Edifice.Attention.HGRN (Edifice v0.2.0)

HGRN-2: Hierarchically Gated Linear RNN with State Expansion.

HGRN-2 is a linear RNN architecture that uses hierarchical gating and state expansion to achieve strong performance on sequence modeling tasks while maintaining O(L) complexity.

Key Innovation: State Expansion

HGRN-2 expands the hidden state dimension during recurrence, then contracts back.
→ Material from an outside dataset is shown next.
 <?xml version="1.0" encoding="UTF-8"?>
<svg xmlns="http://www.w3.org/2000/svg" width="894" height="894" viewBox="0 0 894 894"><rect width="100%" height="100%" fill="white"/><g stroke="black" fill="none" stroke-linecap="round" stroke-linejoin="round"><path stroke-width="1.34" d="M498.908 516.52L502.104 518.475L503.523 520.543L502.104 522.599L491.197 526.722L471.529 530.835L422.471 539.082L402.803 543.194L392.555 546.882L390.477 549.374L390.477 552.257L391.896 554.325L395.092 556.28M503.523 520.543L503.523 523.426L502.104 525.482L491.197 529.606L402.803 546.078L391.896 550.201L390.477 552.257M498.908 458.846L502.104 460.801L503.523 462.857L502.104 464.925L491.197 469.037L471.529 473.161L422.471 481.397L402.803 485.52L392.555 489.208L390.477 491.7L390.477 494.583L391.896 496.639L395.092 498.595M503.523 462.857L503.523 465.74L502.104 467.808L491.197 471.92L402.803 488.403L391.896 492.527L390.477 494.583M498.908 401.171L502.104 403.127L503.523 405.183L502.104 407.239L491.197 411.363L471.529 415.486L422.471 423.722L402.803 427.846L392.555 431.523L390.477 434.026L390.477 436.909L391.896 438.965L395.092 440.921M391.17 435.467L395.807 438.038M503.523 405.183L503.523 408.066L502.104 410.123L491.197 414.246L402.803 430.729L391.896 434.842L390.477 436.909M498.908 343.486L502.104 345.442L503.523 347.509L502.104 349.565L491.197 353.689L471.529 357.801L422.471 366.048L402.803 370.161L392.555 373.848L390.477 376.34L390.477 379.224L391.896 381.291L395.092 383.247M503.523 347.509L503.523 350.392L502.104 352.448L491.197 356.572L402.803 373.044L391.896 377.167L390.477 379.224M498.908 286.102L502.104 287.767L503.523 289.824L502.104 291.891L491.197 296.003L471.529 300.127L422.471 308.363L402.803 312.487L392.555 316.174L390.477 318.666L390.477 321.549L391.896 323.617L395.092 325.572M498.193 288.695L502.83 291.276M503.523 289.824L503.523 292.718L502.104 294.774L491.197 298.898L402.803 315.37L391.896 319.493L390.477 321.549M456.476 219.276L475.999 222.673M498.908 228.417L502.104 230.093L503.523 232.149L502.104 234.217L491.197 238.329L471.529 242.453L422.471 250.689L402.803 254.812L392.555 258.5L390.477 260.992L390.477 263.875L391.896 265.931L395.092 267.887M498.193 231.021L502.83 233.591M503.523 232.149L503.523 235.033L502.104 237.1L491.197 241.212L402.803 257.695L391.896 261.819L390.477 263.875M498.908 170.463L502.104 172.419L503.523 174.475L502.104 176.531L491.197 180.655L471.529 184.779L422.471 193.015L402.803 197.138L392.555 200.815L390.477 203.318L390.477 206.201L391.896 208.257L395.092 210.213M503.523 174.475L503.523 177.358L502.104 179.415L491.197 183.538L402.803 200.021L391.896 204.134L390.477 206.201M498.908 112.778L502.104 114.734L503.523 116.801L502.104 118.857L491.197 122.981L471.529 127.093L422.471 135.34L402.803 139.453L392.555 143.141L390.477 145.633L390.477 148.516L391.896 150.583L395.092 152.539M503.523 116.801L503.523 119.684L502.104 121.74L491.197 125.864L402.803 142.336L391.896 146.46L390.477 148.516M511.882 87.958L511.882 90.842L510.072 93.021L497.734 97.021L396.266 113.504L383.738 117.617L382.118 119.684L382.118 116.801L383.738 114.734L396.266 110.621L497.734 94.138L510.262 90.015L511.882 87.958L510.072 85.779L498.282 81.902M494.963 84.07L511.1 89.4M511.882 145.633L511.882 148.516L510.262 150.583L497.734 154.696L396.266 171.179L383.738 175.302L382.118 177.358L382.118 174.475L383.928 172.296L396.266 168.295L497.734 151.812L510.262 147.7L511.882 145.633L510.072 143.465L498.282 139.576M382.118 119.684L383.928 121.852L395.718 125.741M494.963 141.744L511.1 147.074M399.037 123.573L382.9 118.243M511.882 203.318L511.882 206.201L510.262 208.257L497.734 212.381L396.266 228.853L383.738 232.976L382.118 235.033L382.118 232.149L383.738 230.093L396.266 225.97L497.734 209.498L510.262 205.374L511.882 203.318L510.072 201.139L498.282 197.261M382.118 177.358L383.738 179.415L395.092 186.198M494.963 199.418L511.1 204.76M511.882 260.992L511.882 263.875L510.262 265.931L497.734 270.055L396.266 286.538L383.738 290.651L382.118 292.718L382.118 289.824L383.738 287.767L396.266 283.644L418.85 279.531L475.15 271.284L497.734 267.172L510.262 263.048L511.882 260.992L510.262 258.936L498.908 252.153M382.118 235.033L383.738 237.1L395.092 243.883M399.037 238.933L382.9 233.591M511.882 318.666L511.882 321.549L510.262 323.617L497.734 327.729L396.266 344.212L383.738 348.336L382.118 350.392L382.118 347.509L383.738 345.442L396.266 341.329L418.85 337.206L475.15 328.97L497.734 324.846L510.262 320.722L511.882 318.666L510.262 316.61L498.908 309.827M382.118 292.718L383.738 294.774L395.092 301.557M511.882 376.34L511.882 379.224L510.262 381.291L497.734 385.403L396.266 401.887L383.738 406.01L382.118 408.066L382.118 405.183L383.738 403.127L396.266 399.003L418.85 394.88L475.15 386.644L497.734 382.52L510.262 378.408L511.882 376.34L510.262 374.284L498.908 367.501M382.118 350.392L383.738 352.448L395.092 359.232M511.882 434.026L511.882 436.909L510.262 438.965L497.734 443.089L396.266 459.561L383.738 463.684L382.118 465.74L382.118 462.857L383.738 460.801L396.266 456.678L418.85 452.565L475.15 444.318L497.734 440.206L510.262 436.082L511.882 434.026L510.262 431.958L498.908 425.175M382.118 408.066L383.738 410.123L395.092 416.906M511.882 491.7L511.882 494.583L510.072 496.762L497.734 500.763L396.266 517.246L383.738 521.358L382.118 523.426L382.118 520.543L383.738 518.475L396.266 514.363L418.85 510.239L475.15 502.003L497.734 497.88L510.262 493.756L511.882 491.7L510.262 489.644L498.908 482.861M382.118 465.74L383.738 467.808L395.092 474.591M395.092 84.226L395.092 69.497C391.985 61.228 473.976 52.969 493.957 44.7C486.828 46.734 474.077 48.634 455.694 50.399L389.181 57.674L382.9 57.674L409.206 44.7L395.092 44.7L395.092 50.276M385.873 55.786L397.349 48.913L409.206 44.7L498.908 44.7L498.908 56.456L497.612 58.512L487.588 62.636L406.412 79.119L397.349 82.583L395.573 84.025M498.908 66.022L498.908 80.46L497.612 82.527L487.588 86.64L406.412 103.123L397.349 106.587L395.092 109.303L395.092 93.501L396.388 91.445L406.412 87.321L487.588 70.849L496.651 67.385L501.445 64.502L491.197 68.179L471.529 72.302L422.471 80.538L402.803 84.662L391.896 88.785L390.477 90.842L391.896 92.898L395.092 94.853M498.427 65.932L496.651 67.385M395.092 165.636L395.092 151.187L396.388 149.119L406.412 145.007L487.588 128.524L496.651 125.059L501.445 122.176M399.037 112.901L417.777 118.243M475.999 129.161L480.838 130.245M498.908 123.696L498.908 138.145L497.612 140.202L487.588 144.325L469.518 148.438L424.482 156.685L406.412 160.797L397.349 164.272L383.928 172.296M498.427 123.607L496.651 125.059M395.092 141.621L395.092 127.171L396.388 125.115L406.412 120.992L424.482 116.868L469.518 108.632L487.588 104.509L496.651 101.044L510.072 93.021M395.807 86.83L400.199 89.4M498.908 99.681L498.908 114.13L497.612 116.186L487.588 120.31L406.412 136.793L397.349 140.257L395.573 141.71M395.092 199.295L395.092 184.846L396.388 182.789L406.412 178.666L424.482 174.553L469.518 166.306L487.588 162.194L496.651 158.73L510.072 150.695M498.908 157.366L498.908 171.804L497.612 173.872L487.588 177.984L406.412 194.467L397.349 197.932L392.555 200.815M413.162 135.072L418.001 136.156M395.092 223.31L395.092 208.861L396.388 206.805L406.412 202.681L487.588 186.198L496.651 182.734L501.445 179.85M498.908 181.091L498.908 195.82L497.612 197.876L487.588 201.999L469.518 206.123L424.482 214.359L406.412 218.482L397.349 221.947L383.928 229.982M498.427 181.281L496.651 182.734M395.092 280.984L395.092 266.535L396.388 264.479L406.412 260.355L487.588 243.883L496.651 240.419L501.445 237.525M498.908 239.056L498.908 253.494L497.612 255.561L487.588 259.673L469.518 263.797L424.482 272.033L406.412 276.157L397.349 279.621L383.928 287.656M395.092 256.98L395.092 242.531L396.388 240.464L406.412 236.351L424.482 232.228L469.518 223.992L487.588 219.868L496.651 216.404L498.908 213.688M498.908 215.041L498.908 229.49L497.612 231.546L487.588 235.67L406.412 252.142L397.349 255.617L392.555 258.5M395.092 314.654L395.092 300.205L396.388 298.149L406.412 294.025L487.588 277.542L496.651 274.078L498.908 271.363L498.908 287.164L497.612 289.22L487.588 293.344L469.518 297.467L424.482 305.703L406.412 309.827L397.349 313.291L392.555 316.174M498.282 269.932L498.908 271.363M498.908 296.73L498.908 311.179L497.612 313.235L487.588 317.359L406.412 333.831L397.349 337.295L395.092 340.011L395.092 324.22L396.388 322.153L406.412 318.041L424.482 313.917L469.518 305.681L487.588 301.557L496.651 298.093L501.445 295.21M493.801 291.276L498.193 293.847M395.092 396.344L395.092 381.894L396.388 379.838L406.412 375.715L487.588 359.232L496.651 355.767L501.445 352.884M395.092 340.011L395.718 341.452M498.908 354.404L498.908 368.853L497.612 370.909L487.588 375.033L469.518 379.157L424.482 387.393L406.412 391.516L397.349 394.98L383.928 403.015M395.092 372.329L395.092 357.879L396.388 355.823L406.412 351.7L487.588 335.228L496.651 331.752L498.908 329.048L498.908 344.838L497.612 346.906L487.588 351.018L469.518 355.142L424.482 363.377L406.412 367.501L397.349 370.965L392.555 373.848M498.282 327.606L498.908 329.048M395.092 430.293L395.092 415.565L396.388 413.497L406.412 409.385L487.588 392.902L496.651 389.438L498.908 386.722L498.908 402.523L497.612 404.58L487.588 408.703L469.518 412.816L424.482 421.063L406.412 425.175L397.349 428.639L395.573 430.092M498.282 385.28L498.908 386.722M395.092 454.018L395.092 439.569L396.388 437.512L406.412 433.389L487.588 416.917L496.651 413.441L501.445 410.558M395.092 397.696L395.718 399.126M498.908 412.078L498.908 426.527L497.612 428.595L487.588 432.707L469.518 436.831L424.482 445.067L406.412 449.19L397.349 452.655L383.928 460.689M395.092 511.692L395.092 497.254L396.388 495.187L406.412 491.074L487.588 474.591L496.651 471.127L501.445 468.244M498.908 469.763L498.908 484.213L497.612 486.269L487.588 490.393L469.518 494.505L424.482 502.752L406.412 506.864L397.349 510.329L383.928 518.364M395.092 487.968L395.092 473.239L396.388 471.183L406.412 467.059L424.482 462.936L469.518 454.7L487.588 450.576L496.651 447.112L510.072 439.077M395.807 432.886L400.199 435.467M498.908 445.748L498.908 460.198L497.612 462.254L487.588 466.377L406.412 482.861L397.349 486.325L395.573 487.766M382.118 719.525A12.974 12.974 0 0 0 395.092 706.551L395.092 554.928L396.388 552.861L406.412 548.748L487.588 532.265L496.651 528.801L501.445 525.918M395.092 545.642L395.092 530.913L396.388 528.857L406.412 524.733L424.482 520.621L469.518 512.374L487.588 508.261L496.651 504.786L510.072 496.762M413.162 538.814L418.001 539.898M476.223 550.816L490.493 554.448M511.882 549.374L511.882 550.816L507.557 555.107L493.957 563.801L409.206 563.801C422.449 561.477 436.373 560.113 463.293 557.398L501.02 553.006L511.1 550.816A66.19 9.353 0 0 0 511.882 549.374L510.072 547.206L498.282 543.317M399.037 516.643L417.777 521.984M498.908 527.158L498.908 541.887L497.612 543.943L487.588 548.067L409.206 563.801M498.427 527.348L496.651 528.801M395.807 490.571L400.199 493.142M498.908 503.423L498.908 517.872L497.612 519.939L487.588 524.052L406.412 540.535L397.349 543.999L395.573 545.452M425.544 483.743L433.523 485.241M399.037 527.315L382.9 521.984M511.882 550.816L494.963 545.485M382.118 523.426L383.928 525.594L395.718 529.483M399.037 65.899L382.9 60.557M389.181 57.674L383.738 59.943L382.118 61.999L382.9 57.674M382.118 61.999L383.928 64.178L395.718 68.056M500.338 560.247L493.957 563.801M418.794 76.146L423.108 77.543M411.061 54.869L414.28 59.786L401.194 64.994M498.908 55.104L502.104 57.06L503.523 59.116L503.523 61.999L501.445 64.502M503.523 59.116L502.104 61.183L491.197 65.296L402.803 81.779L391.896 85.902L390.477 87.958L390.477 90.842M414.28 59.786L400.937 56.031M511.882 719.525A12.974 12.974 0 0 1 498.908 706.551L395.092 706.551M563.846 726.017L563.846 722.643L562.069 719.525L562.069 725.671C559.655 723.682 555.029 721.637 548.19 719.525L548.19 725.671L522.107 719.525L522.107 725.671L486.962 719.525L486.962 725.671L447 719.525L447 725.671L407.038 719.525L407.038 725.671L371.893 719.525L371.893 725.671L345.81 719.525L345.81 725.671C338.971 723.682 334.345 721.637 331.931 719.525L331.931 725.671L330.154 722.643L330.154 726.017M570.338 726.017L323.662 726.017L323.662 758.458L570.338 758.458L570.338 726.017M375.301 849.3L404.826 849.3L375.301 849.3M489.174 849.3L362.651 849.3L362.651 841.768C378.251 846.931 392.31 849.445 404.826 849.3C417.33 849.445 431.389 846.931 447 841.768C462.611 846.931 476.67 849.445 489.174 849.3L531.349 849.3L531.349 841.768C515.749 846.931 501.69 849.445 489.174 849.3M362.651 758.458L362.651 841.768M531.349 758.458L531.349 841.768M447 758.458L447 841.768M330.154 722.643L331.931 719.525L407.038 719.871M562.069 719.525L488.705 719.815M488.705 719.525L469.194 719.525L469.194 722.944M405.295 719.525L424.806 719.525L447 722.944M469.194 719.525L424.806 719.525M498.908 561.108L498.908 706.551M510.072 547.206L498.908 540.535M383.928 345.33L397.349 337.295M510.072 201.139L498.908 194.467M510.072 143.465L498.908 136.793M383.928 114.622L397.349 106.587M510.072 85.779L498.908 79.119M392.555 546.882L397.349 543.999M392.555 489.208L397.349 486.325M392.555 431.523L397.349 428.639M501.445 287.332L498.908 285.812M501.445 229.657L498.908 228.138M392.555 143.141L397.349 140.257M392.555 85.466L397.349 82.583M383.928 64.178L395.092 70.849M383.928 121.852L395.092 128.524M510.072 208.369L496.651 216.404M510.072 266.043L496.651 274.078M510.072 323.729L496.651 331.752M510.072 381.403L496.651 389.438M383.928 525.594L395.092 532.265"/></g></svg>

This allows the model to maintain a richer internal representation without increasing output complexity:

h_expanded = expand(h)  # D -> D*expansion
h_new = gate * h_expanded + (1 - gate) * input
output = contract(h_new)  # D*expansion -> D

Architecture

Input [batch, seq_len, embed_dim]
      |
      v
+-------------------------------------+
|  HGRN-2 Block                        |
|                                      |
|  +- State Expansion ---------------+ |
|  |                               |   |
|  |  h_expanded = Linear(h, D*E)  |   |
|  |                               |   |
|  +-------------------------------+   |
|                                      |
|  +- Hierarchical Gating -----------+ |
|  |                               |   |
|  |  forget_gate = sigmoid(Wf*x)  |   |
|  |  input_gate = sigmoid(Wi*x)   |   |
|  |  h = f*h + i*input            |   |
|  |                               |   |
|  +-------------------------------+   |
|                                      |
|  +- State Contraction -------------+ |
|  |                               |   |
|  |  output = Linear(h, D)        |   |
|  |                               |   |
|  +-------------------------------+   |
+-------------------------------------+
      | (repeat for num_layers)
      v
[batch, hidden_size]

Complexity

Aspect	Value
Training Time	O(L)
Training Space	O(L)
Inference Time	O(1) per step
Inference Space	O(1)

Usage

model = HGRN.build(
  embed_dim: 287,
  hidden_size: 256,
  num_layers: 6,
  state_expansion: 2
)

Reference

Paper: "HGRN2: Gated Linear RNNs with State Expansion" (arXiv:2404.07904)

Summary

Types

build_opt()

Options for build/1.

Functions

build(opts \\ [])

Build an HGRN-2 model for sequence processing.

build_hgrn_block(input, opts)

Build a single HGRN-2 block.

build_hgrn_layer(input, opts)

Build the Hierarchical Gated RNN layer with state expansion.

init_cache(opts \\ [])

Initialize hidden state for O(1) incremental inference.

output_size(opts \\ [])

Get the output size of an HGRN model.

param_count(opts)

Calculate approximate parameter count for an HGRN model.

recommended_defaults()

Recommended default configuration for sequence processing.